Yeah, here it is 'illegal\', but like the pp said, you can get around it so that it isn't really illegal. I have been told that as long as the midewife doesn't cut the cord, then she isn't liable. But I do know that mws can get introuble but here it is only a small fine if they get caught (which they rarely do).

As far as you thinking you might chicken out. That is another reason why it would be beneficial to have a midwife and a doula. The midwife can tell you that the baby and you are doing fine medically.

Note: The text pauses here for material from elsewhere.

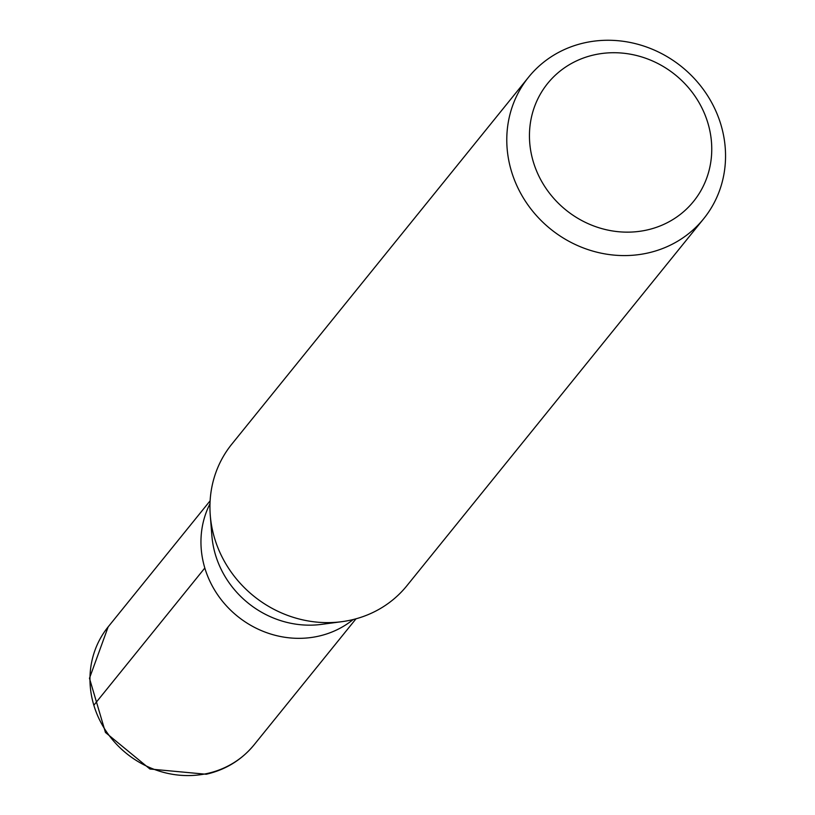 <?xml version="1.0" encoding="UTF-8"?>
<svg xmlns="http://www.w3.org/2000/svg" width="815" height="815" viewBox="0 0 815 815"><rect width="100%" height="100%" fill="white"/><g stroke="black" fill="none" stroke-linecap="round" stroke-linejoin="round"><path stroke-width="1.22" d="M353.15 619.543A93.817 86.93 -141 0 1 318.38 636.22A93.817 86.93 -141 0 1 222.801 601.664A93.817 86.93 -141 0 1 209.985 503.772A93.817 86.93 39 0 0 222.801 601.664A93.817 86.93 39 0 0 318.38 636.22A93.817 86.93 39 0 0 353.15 619.543M341.821 621.682L321.497 624.382A93.817 86.93 -141 0 1 211.88 535.73L210.27 515.294A112.582 104.31 39 0 0 341.821 621.682A112.582 104.31 39 0 0 350.858 620.083A112.582 104.31 39 0 0 406.868 585.761L703.702 218.715A112.582 104.31 -141 0 1 647.701 253.037A112.582 104.31 -141 0 1 526.51 202.864A112.582 104.31 -141 0 1 528.619 77.13A112.582 104.31 -141 0 1 584.63 42.808A112.582 104.31 -141 0 1 705.821 92.981A112.582 104.31 -141 0 1 703.702 218.715M528.619 77.13L231.786 444.175A112.582 104.31 39 0 0 210.27 515.294M646.886 230.024A93.817 86.93 -141 0 1 533.316 161.828A93.817 86.93 -141 0 1 594.318 54.839A93.817 86.93 -141 0 1 707.889 123.034A93.817 86.93 -141 0 1 646.886 230.024M93.837 705.25L204.82 568.024M207.407 773.455A93.817 86.93 39 0 0 254.076 744.849C241.627 759.957 225.674 769.757 206.215 774.25L149.929 769.014L105.451 732.461L89.467 678.294L108.171 626.857A93.817 86.93 39 0 0 106.408 731.636A93.817 86.93 39 0 0 207.407 773.455M356.012 618.799L254.076 744.849M210.117 500.807L108.171 626.857"/></g></svg>

hmmmmmmm that's a thought. The ONLY way I would even BEGIN to consider it is if I could have a midwife with *real* training and if that midwife wouldn't have to be afraid to take me to a hospital because of legalities if I should need to go. (I had a friend who had a midwife who I don't know WHAT she did, but SOMEHOW my friend's due date got miscalculated by 2 MONTHS........her child was supposedly not due until June but was born in APRIL and spent 10 days in NICU........because she was OVERDUE!! Something happened with the placenta that happens in overdue-ness where it stopped supplying adequate nutrition to the baby and the baby LOST weight and had a bunch of complications. She is now a happy, healthy 8 year old.) Needless to say, I would like to AVOID any scenario that results in complications that would have been totally avoidable.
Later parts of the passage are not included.